All plants of the legume family, as a rule, have compound leaves: in lupine they are palmately complex, in beans, soybeans and clover they are trifoliate, in peas they are paired-pinnate, and in white acacia they are unpaired-pinnate. The arrangement of the leaves is alternate. At their base are well-developed paired stipules in the form of either green leaves (peas) or thorns (white locust).

legume flower incorrect and consists of 5 unequal petals that have received certain names. The largest one is called a sail, a pair of neighboring, narrower and symmetrically located ones are oars or wings, and the last two, fused along the lower edge, are called a boat, inside which, surrounded by 10 stamens, a pistil is placed. All flowers are single or collected in inflorescences: a brush (lupins, peas), a head (clover) or a simple umbrella (Lotus). Their number in the inflorescence is different, up to one, but then quite large. Moth flower formula: H (5) L 1 + 2 + (2) T 1 + (4 + 5) P 1 or Ca (5) Co 1 + 2 + (2) A 1 + (4 + 5) G 1

Legume, called a bean, and popularly a pod, has a special structure and develops from a single carpel. It is a kind of one-celled fruit with two valves, seeds are attached to the inside of which. In some species of moths (single-seeded) there is only one bean seed, in most others (multi-seeded) there are several. When ripe, the fruits open one by one (for representatives of the subfamily Caesalpinia) or two seams. Beans come in a wide variety of shapes and sizes. The largest, reaching a length of up to 1.5 m, is in the climbing eptad (Enlacia scaridens). It is also the largest in the world.

Spreading. Plants of the moth family grow on all continents from the tropics to the polar islands and in different natural zones from deserts to wet forests and swamps. In most countries with warm temperate, tropical and boreal climates, they form the bulk of the local flora. Only in places with a cold climate is the proportion of their participation relatively small. Representatives of legumes perfectly adapted to the lack of moisture on infertile clay soils, moving sands, and are even able to climb mountains to a height of up to 5 thousand meters. In the humid tropics and subtropics, they are often included in forests as the main species.

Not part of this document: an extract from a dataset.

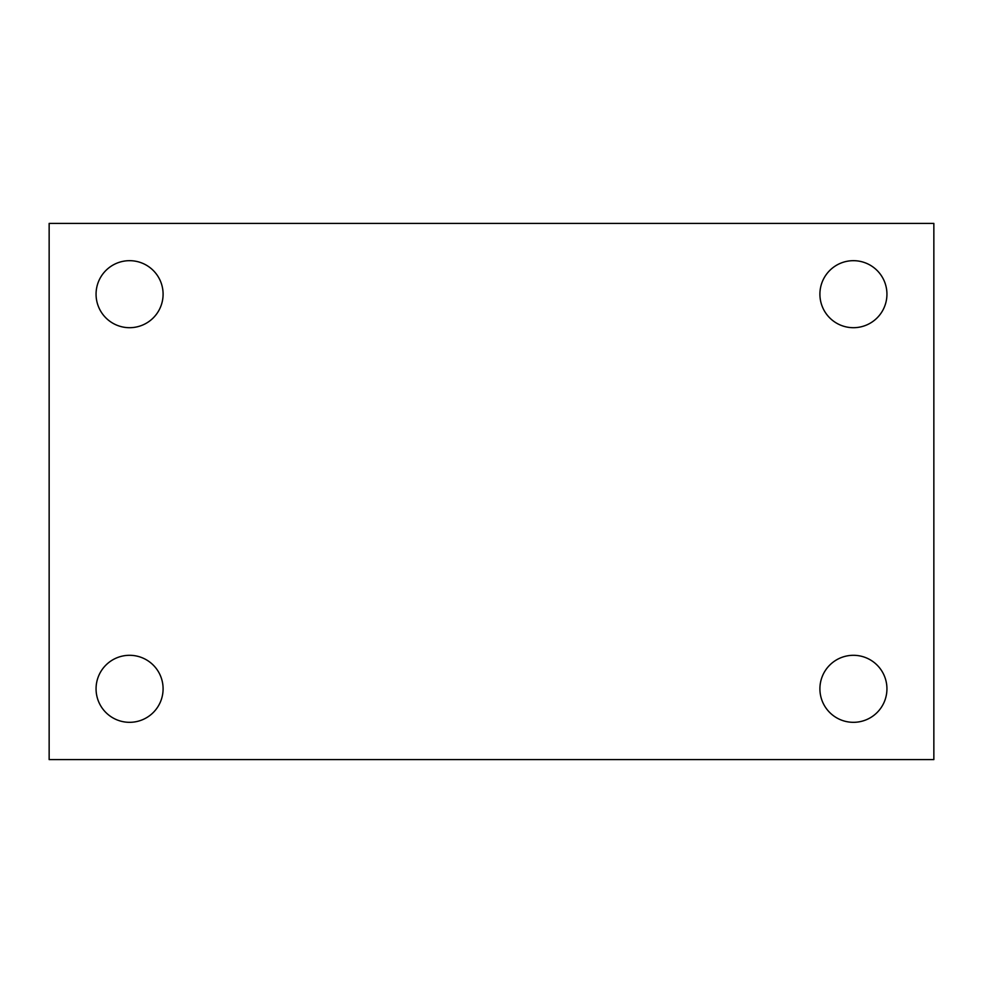 <?xml version="1.0" encoding="UTF-8"?>
<svg xmlns="http://www.w3.org/2000/svg" width="983" height="983" viewBox="0 0 983 983"><rect width="100%" height="100%" fill="white"/><g stroke="black" fill="none" stroke-linecap="round" stroke-linejoin="round"><path stroke-width="1.47" d="M49.15 223.411L933.85 223.411L933.85 759.589L49.15 759.589L49.15 223.411M129.572 655.305A33.508 33.508 0 0 1 163.092 688.813A33.508 33.508 0 0 1 129.572 722.321A33.508 33.508 0 0 1 96.064 688.813A33.508 33.508 0 0 1 129.572 655.305M853.428 655.305A33.508 33.508 0 0 1 886.936 688.813A33.508 33.508 0 0 1 853.428 722.321A33.508 33.508 0 0 1 819.908 688.813A33.508 33.508 0 0 1 853.428 655.305M853.428 260.679A33.508 33.508 0 0 1 886.936 294.187A33.508 33.508 0 0 1 853.428 327.695A33.508 33.508 0 0 1 819.908 294.187A33.508 33.508 0 0 1 853.428 260.679M129.572 260.679A33.508 33.508 0 0 1 163.092 294.187A33.508 33.508 0 0 1 129.572 327.695A33.508 33.508 0 0 1 96.064 294.187A33.508 33.508 0 0 1 129.572 260.679"/></g></svg>

Moth breeding characterized by the type of pollination and a wide variety of methods of dispersal of seeds. Many cereals legumes(peas, soybeans, beans, some types of lupine, etc.) are self-pollinators. They are pollinated by the flowers of one plant. When the pollen is fully ripe, the anther of the stamen bursts, and it is carried by insects or wind.

The most important role in the process of moving bean grains is played by wind and water. Pterygoid outgrowths sometimes allow the fruits to freely plan for tens of meters, like a tropical tree of the Malacca compass. A variety of outgrowths or tiny spikes that act as hooks contribute to the settlement of plants by animals. There are also known facts when a ripe fruit cracks, opening with two wings. At this moment, the valves simultaneously twist with force, scattering the seeds a meter from the parent plant. Under favorable storage conditions, bean seeds, even after a decade, are able to give excellent germination.